* What the task asks: Set the entries down again exactly; none may be skipped.

+++ Data provided

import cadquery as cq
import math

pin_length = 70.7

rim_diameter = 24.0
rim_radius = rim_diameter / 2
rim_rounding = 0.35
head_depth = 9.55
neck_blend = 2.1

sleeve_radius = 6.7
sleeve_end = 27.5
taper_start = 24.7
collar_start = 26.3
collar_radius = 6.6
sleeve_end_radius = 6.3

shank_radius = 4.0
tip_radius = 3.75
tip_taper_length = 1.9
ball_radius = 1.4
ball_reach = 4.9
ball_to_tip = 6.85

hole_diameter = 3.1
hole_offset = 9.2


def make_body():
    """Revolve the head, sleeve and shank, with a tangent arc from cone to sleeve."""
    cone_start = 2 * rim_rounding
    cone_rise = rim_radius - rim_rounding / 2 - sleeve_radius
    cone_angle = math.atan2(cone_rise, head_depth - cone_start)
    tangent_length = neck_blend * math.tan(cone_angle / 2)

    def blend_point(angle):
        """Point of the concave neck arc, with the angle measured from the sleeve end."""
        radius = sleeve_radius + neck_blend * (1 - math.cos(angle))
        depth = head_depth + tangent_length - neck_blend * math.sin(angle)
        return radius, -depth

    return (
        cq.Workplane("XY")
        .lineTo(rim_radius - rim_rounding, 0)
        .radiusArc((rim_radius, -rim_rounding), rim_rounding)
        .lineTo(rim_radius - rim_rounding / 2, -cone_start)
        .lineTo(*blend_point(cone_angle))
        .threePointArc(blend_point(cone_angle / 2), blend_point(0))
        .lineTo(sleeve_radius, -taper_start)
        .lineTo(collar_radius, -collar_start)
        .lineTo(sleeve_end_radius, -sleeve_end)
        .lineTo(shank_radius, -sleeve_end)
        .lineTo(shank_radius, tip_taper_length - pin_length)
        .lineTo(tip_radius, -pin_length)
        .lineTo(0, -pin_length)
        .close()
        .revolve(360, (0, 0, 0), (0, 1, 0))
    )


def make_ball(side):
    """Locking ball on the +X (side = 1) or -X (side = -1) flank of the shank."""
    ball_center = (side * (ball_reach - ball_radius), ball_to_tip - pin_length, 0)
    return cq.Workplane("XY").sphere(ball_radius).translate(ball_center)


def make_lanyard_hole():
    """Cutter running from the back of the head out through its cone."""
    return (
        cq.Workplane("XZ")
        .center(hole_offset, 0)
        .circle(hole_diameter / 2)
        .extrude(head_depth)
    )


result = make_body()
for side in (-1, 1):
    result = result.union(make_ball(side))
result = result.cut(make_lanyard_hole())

++++++

* Response below:
import cadquery as cq
import math

pin_length = 70.7

rim_diameter = 24.0
rim_radius = rim_diameter / 2
rim_rounding = 0.35
head_depth = 9.55
neck_blend = 2.1

sleeve_radius = 6.7
sleeve_end = 27.5
taper_start = 24.7
collar_start = 26.3
collar_radius = 6.6
sleeve_end_radius = 6.3

shank_radius = 4.0
tip_radius = 3.75
tip_taper_length = 1.9
ball_radius = 1.4
ball_reach = 4.9
ball_to_tip = 6.85

hole_diameter = 3.1
hole_offset = 9.2


def make_body():
    """Revolve the head, sleeve and shank, with a tangent arc from cone to sleeve."""
    cone_start = 2 * rim_rounding
    cone_rise = rim_radius - rim_rounding / 2 - sleeve_radius
    cone_angle = math.atan2(cone_rise, head_depth - cone_start)
    tangent_length = neck_blend * math.tan(cone_angle / 2)

    def blend_point(angle):
        """Point of the concave neck arc, with the angle measured from the sleeve end."""
        radius = sleeve_radius + neck_blend * (1 - math.cos(angle))
        depth = head_depth + tangent_length - neck_blend * math.sin(angle)
        return radius, -depth

    return (
        cq.Workplane("XY")
        .lineTo(rim_radius - rim_rounding, 0)
        .radiusArc((rim_radius, -rim_rounding), rim_rounding)
        .lineTo(rim_radius - rim_rounding / 2, -cone_start)
        .lineTo(*blend_point(cone_angle))
        .threePointArc(blend_point(cone_angle / 2), blend_point(0))
        .lineTo(sleeve_radius, -taper_start)
        .lineTo(collar_radius, -collar_start)
        .lineTo(sleeve_end_radius, -sleeve_end)
        .lineTo(shank_radius, -sleeve_end)
        .lineTo(shank_radius, tip_taper_length - pin_length)
        .lineTo(tip_radius, -pin_length)
        .lineTo(0, -pin_length)
        .close()
        .revolve(360, (0, 0, 0), (0, 1, 0))
    )


def make_ball(side):
    """Locking ball on the +X (side = 1) or -X (side = -1) flank of the shank."""
    ball_center = (side * (ball_reach - ball_radius), ball_to_tip - pin_length, 0)
    return cq.Workplane("XY").sphere(ball_radius).translate(ball_center)


def make_lanyard_hole():
    """Cutter running from the back of the head out through its cone."""
    return (
        cq.Workplane("XZ")
        .center(hole_offset, 0)
        .circle(hole_diameter / 2)
        .extrude(head_depth)
    )


result = make_body()
for side in (-1, 1):
    result = result.union(make_ball(side))
result = result.cut(make_lanyard_hole())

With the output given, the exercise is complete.